Steven Spielberg's latest movie, Minority Report, is getting lots of press for its treatment of a theme, the tension between security and liberty, that seems increasingly urgent in light of September 11th. Spielberg's last work, A.I.: Artificial Intelligence (2001), was much less celebrated when it came out. But something I just read suggests that futuristic fable to be no less relevant to contemporary life.
A.I. tells the story of a couple whose son has dropped into an apparently irreversible coma. Unable to have or adopt another child (since a global environmental crisis has led to the strict regulation of reproduction), they settle for a child-like robot programmed to love. All goes well until their real son unexpectedly recovers. His jealousy of the artificial substitute eventually drives his mother to take the robot out into the woods and tearfully abandon him.
The horror and pathos of that scene make it hard to watch, yet a more horrible and pathetic version is played out every day in clinics around the world. I refer to the side-effects of certain assisted reproductive technologies, as described by Michael Ryan in the July 1 New Yorker.
Ryan's article, "Countdown to a Baby," is a week-by-week account of his and his wife's efforts to get her pregnant by in-vitro fertilization. The level of detail is sometimes embarrassing. Unable to "produce a specimen" in the clinic's bathroom, even with the aid of an X-rated video, Ryan (a poet and critic by profession) goes home to his own bed and thinks of Keats. Finally successful, he returns with his sample just in time for the scheduled insemination.
More than we needed to know, perhaps, but we should thank Ryan for telling his story in such clear and unsparing terms. Though obviously an advocate of in-vitro, he does nothing to prettify the process. He describes his wife's physical ordeal: weeks of painful injections, induced hormonal shifts and virtual immobility in bed. After learning that she's pregnant with not one but four children, the petite woman must force herself to consume "the diet of a sumo wrestler."
Ryan also considers the ethical quandaries posed by therapy that risks "the chance of a multiple pregnancy in order to maximize the chance of a single pregnancy." Quadruplets, he learns, are strong candidates for premature birth and thus for grave birth defects. If the mother carries them to term, she risks death or permanent damage to vital organs.
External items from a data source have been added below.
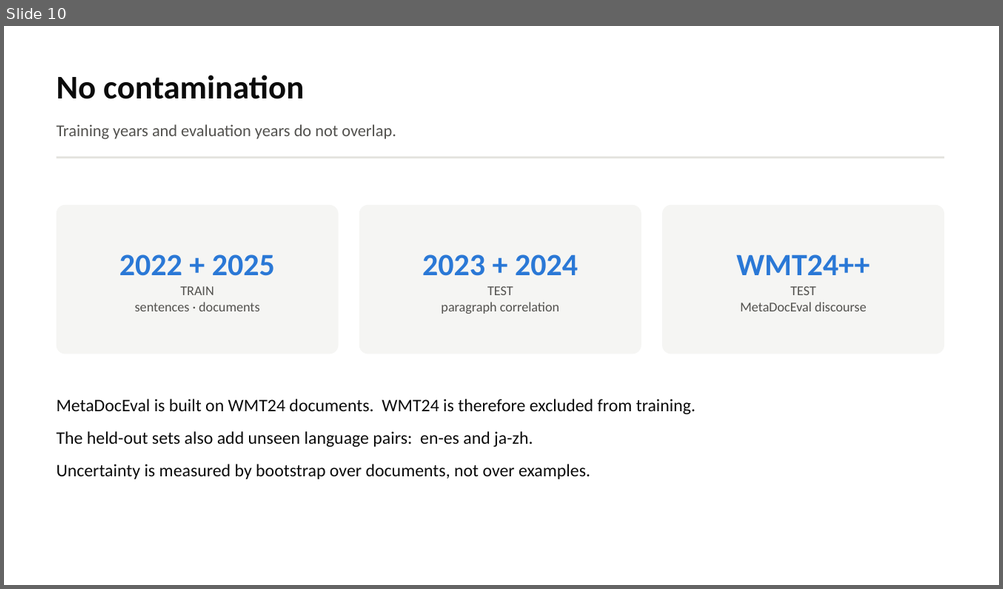
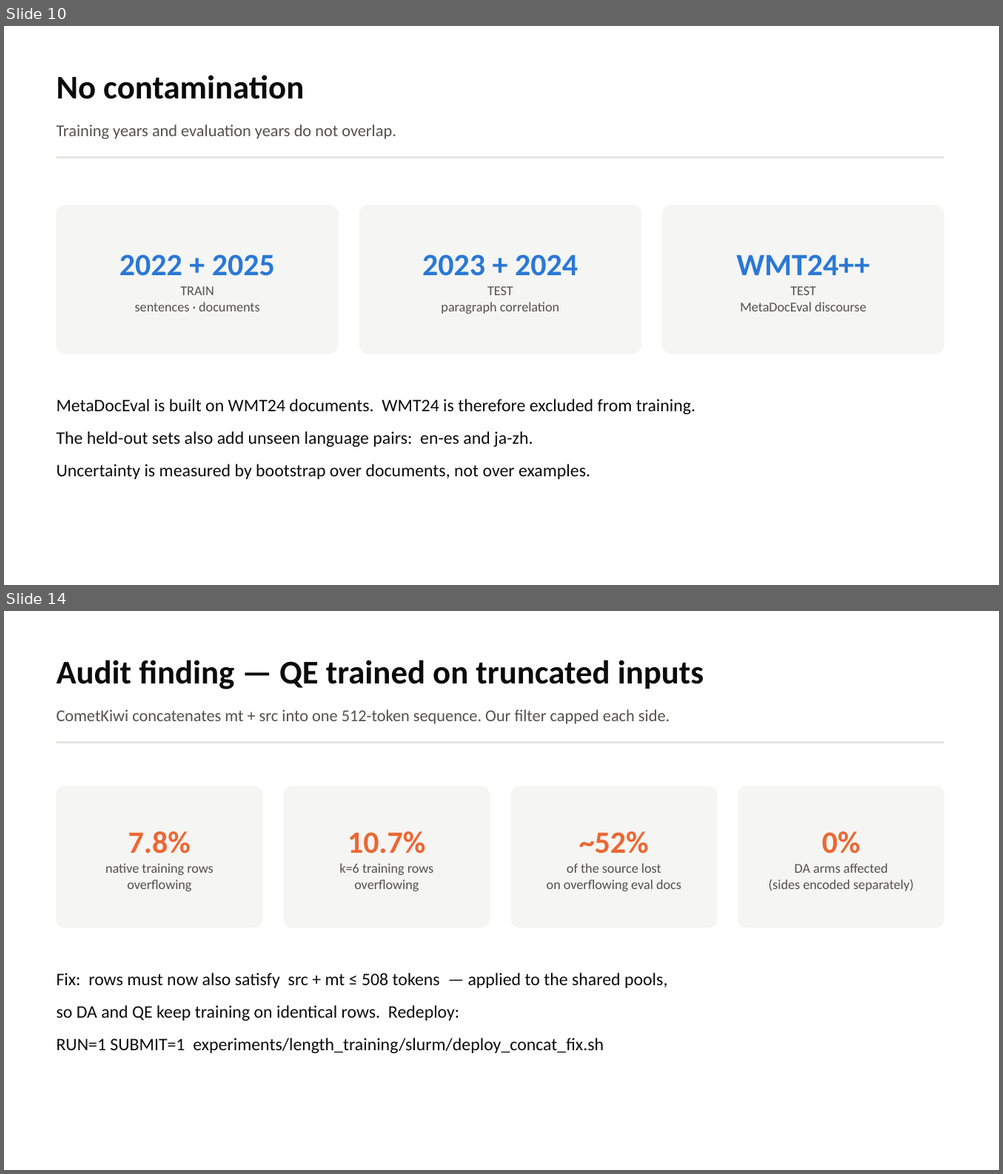
Before and after one commit to Jeerhz/FDTEM, a slide deck: docs/FDTEM_length_training_experiment.pptx. Shown one above the other, each under a label of ours: slide 10 before the commit, slides 10 and 14 after it; the slides between them are not shown. The pictures are 1003x589 and 1003x1174 pixels, drawn with LibreOffice and Linux fonts; fonts in the diff are those of the drawing. Boxes give left, top, right and bottom in pixels: in the first picture for what was removed or moved away, otherwise in the second. Text is boxed around its words. In the diff, an @@ line names an element or a change of style, - is before the commit and + after.

```diff
--- a/docs/FDTEM_length_training_experiment.pptx
+++ b/docs/FDTEM_length_training_experiment.pptx
@@ slide 14 added at [4,611,999,1170], background #FFFFFF @@
@@ text added at [57,660,703,689], 32 pt, text #0B0B0B, bold @@
+Audit finding — QE trained on truncated inputs
@@ text added at [57,709,669,724], 16 pt, text #52514E @@
+CometKiwi concatenates mt + src into one 512-token sequence. Our filter capped each side.
@@ rectangle added at [57,741,944,743], fill #E3E2DE @@
@@ rounded rectangle added at [57,786,263,928], fill #F5F5F3, 13 pt, text #52514E @@
+7.8%
+native training rows
+overflowing
@@ rounded rectangle added at [284,786,490,928], fill #F5F5F3, 13 pt, text #52514E @@
+10.7%
+k=6 training rows
+overflowing
@@ rounded rectangle added at [511,786,717,928], fill #F5F5F3, 13 pt, text #52514E @@
+~52%
+of the source lost
+on overflowing eval docs
@@ rounded rectangle added at [738,786,945,928], fill #F5F5F3, 13 pt, text #52514E @@
+0%
+DA arms affected
+(sides encoded separately)
@@ text added at [57,973,667,1054], 17 pt, text #0B0B0B @@
+Fix: rows must now also satisfy src + mt ≤ 508 tokens — applied to the shared pools,
+so DA and QE keep training on identical rows. Redeploy:
+RUN=1 SUBMIT=1 experiments/length_training/slurm/deploy_concat_fix.sh
```
Also in this commit, not shown: 2 slides changed, 4 other slides added, 1 slide removed, 29 other files.

The couple and their doctor discuss the possibility of a "reduction," but Ryan scorns that euphemism and the cold calculation it implies. He notes that "the embryos are all alive, and it makes me shiver to think of choosing which is to be killed. The smallest and the weakest? Would the twins have a better chance, or the ones in their own sacs? What if you kill some and the remaining ones die later?"
Ryan is honest enough to write "kill" instead of "terminate" or "abort," and that's refreshing, yet one of the most disturbing aspects of his article is the very absence of euphemism. Just four weeks after fertilization, a doctor refers to an implanted embryo as a "baby"; and as other embryos appear, they receive the labels Baby B, Baby C and Baby D. Describing the first sonogram of Baby A's heartbeat, Ryan observes that "the rapidly pulsing pin-point means life." None of which in any way limits the mother's power to order a potassium-chloride-induced cardiac arrest for one or more of these babies: "it's her body and, in the end, her decision."
The likelihood of such a decision grows when Ryan and his wife learn that two of their unborn children are conjoined (or "Siamese") twins. "Medically, I would recommend a reduction," a doctor tells them. "This is not Chang and Eng. They will most likely die. They share a liver." The physician acknowledges possible religious objections, but it's hard to imagine that any religion forbidding abortion could approve of the actions that brought about this monstrous situation in the first place.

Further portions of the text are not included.